QSP combines computational modeling and experimental methods to examine the mechanistic relationships between a drug, the biological system, and the disease process. QSP integrates quantitative drug data with knowledge of the drug’s mechanism of action. It facilitates the evaluation of complex, heterogeneous diseases such as cancer, immunological, metabolic and central nervous system diseases that require multiple therapies.
Understanding mechanistic pharmacodynamics is a major challenge in drug development and one that QSP is positioned to address. Although it is a relatively new technology, QSP is already being recognised by industry and global regulatory agencies as a valuable, scientific approach that can increase understanding of disease biology, improve target selection, and help to ensure drug safety and efficacy in clinical trials.

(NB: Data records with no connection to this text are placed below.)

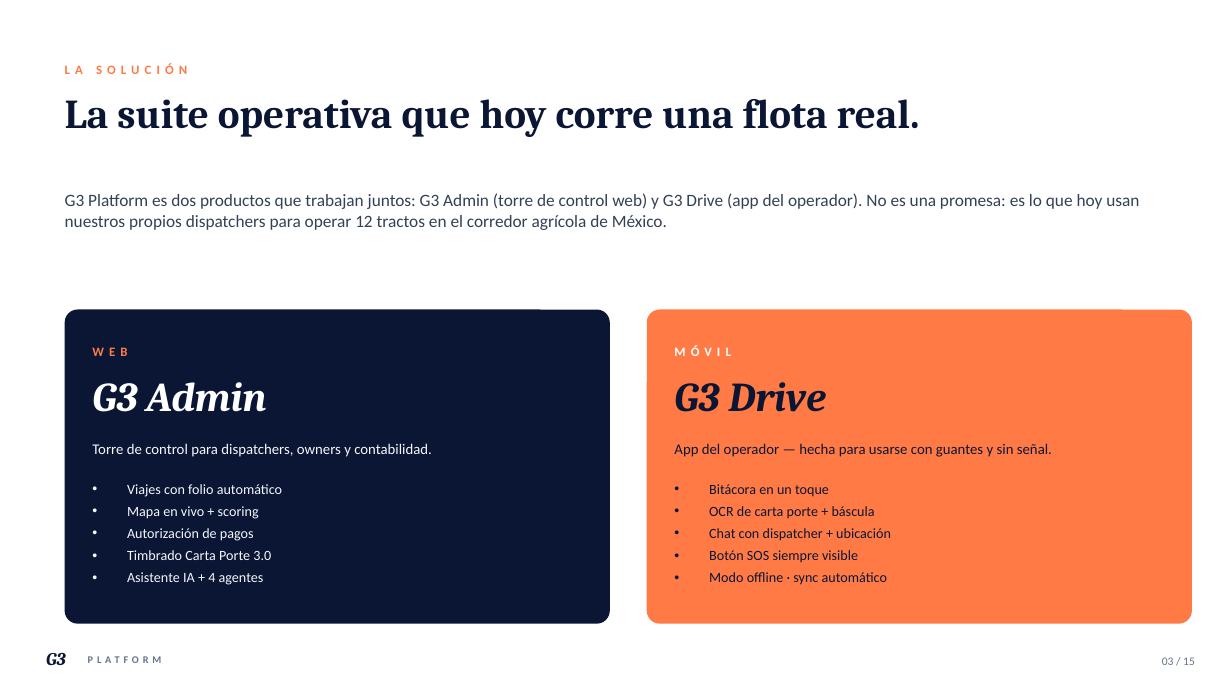
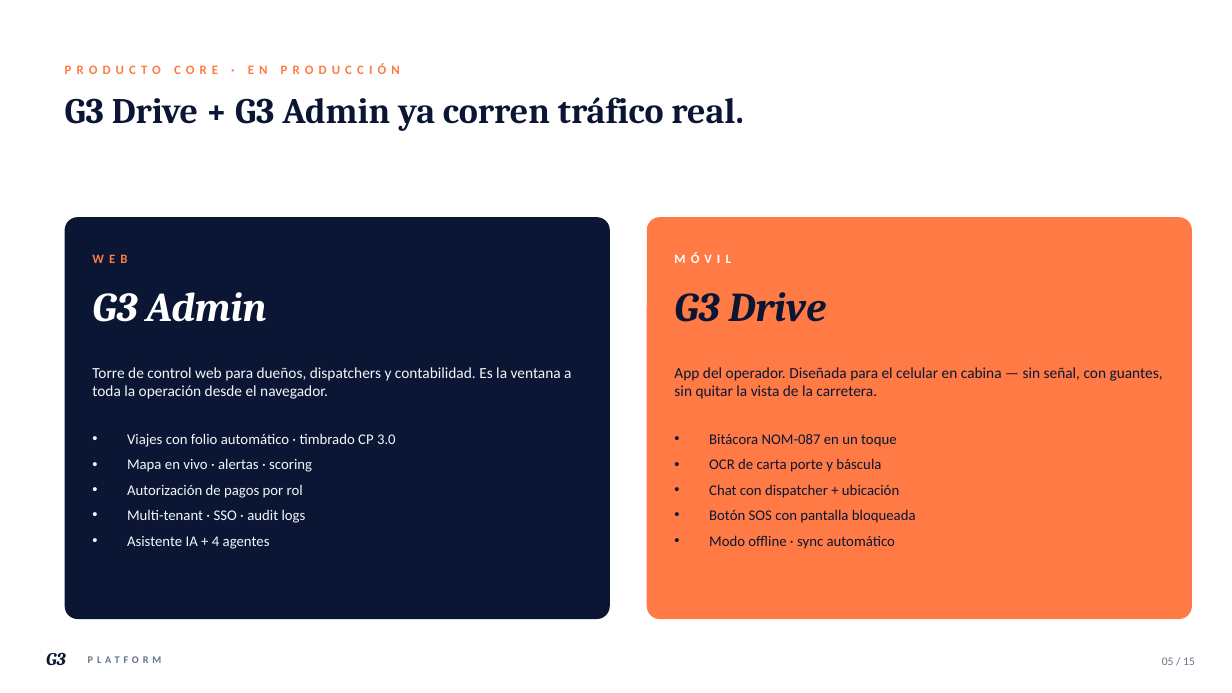
Before and after one commit to EduardoGamboaB/Mobile, a slide deck: slide 5 of docs/investor-deck/G3-Platform-Seed-2026.pptx (slide 3 before the commit). Drawn at 1232x693 pixels with LibreOffice and Linux fonts; fonts in the diff are those of the drawing. Boxes give left, top, right and bottom in pixels: in the first picture for what was removed or moved away, otherwise in the second. Text is boxed around its words. In the diff, an @@ line names an element or a change of style, - is before the commit and + after.

```diff
--- a/docs/investor-deck/G3-Platform-Seed-2026.pptx
+++ b/docs/investor-deck/G3-Platform-Seed-2026.pptx
@@ text removed at [65, 63, 187, 74] @@
-LA SOLUCIÓN
@@ text added at [174, 63, 400, 74], 10 pt, text #FF7A45, bold @@
+PRODUCTO CORE · EN PRODUCCIÓN
@@ text at [65, 97, 743, 131]: text changed; size 32 to 28 pt @@
-La suite operativa que hoy corre una flota real.
+G3 Drive + G3 Admin ya corren tráfico real.
@@ text removed at [65, 193, 1139, 230] @@
-G3 Platform es dos productos que trabajan juntos: G3 Admin (torre de control web) y G3 Drive (app del operador). No es una promesa: es lo que hoy usan nuestros propios dispatchers para operar 12 tractos en el corredor agrícola de México.
@@ rounded rectangle: place and size @@
-rounded rectangle at [65, 310, 610, 624]
+rounded rectangle at [65, 217, 610, 619]
@@ rounded rectangle at [65, 217, 610, 619]: proportions changed @@
@@ rounded rectangle at [647, 217, 1192, 619]: proportions changed @@
@@ rounded rectangle: place and size @@
-rounded rectangle at [647, 310, 1192, 624]
+rounded rectangle at [647, 217, 1192, 619]
@@ text "WEB": place and size @@
-text "WEB" at [92, 347, 127, 356]
+text "WEB" at [92, 254, 127, 263]
@@ text "MÓVIL": place and size @@
-text "MÓVIL" at [674, 345, 730, 356]
+text "MÓVIL" at [674, 253, 730, 263]
@@ text "G3 Admin": place and size @@
-text "G3 Admin" at [92, 382, 266, 412]
+text "G3 Admin" at [92, 292, 266, 322]
@@ text "G3 Drive": place and size @@
-text "G3 Drive" at [674, 382, 826, 412]
+text "G3 Drive" at [674, 292, 826, 322]
@@ text at [92, 367, 571, 399]: text changed; size 11.5 to 12 pt @@
-Torre de control para dispatchers, owners y contabilidad.
+Torre de control web para dueños, dispatchers y contabilidad. Es la ventana a toda la operación desde el navegador.
@@ text at [674, 367, 1163, 399]: text changed; size 11.5 to 12 pt @@
-App del operador — hecha para usarse con guantes y sin señal.
+App del operador. Diseñada para el celular en cabina — sin señal, con guantes, sin quitar la vista de la carretera.
@@ text "Viajes con folio automático · ...": place and size @@
-text "Viajes con folio automático · ..." at [127, 484, 282, 585]
+text "Viajes con folio automático · ..." at [127, 433, 396, 549]
@@ text at [127, 433, 396, 523]: text changed; size 11 to 11.5 pt @@
-• Viajes con folio automático
-• Mapa en vivo + scoring
-• Autorización de pagos
-• Timbrado Carta Porte 3.0
+• Viajes con folio automático · timbrado CP 3.0
+• Mapa en vivo · alertas · scoring
+• Autorización de pagos por rol
+• Multi-tenant · SSO · audit logs
@@ text "Bitácora NOM-087 en un toque": place and size @@
-text "Bitácora NOM-087 en un toque" at [709, 484, 891, 585]
+text "Bitácora NOM-087 en un toque" at [709, 434, 916, 549]
@@ text at [709, 434, 896, 472]: text changed; size 11 to 11.5 pt @@
-• Bitácora en un toque
-• OCR de carta porte + báscula
+• Bitácora NOM-087 en un toque
+• OCR de carta porte y báscula
@@ text at [709, 509, 916, 523]: text changed; size 11 to 11.5 pt @@
-• Botón SOS siempre visible
+• Botón SOS con pantalla bloqueada
@@ text at [709, 484, 899, 549]: size 11 to 11.5 pt in "Chat con dispatcher + ubicación", "Modo offline · sync automático"; more space between paragraphs @@
@@ text at [127, 536, 270, 549]: size 11 to 11.5 pt in "Asistente IA + 4 agentes"; more space between paragraphs @@
@@ text at [1162, 657, 1195, 665]: text changed @@
-03 / 15
+05 / 15
```
Also in this commit, not shown: 3 other slides changed, 11 slides added, 11 slides removed, 1 other file.

Certara has established two QSP Consortia during the past two years to develop an Immunogenicity and an Immuno-oncology Simulator, respectively.
Professor Piet van der Graaf, PharmD, PhD, Certara Vice President, QSP said, “We are proposing that QSP be used in the efficient design of FIH clinical trials to help determine the starting dose and subsequent dose escalations and ensure the best possible protection for human subjects. If FIH doses are estimated only on the basis of preclinical data, without including mechanistic model-based approaches such as QSP, investigators are not making the best use of all the available data.”
The European Medicines Agency said that it “welcomed the initiative shown” in Certara’s letter. The EMA stated, “Mechanistic models leading to further refinement of the predictions from standard preclinical procedures and the use of additional drug-specific or mechanistic data or considerations are encouraged. Relevant models holding the potential to better reflect a substance’s effects in human tissues and potentially improve safety of trial participants will be supported by EMA.”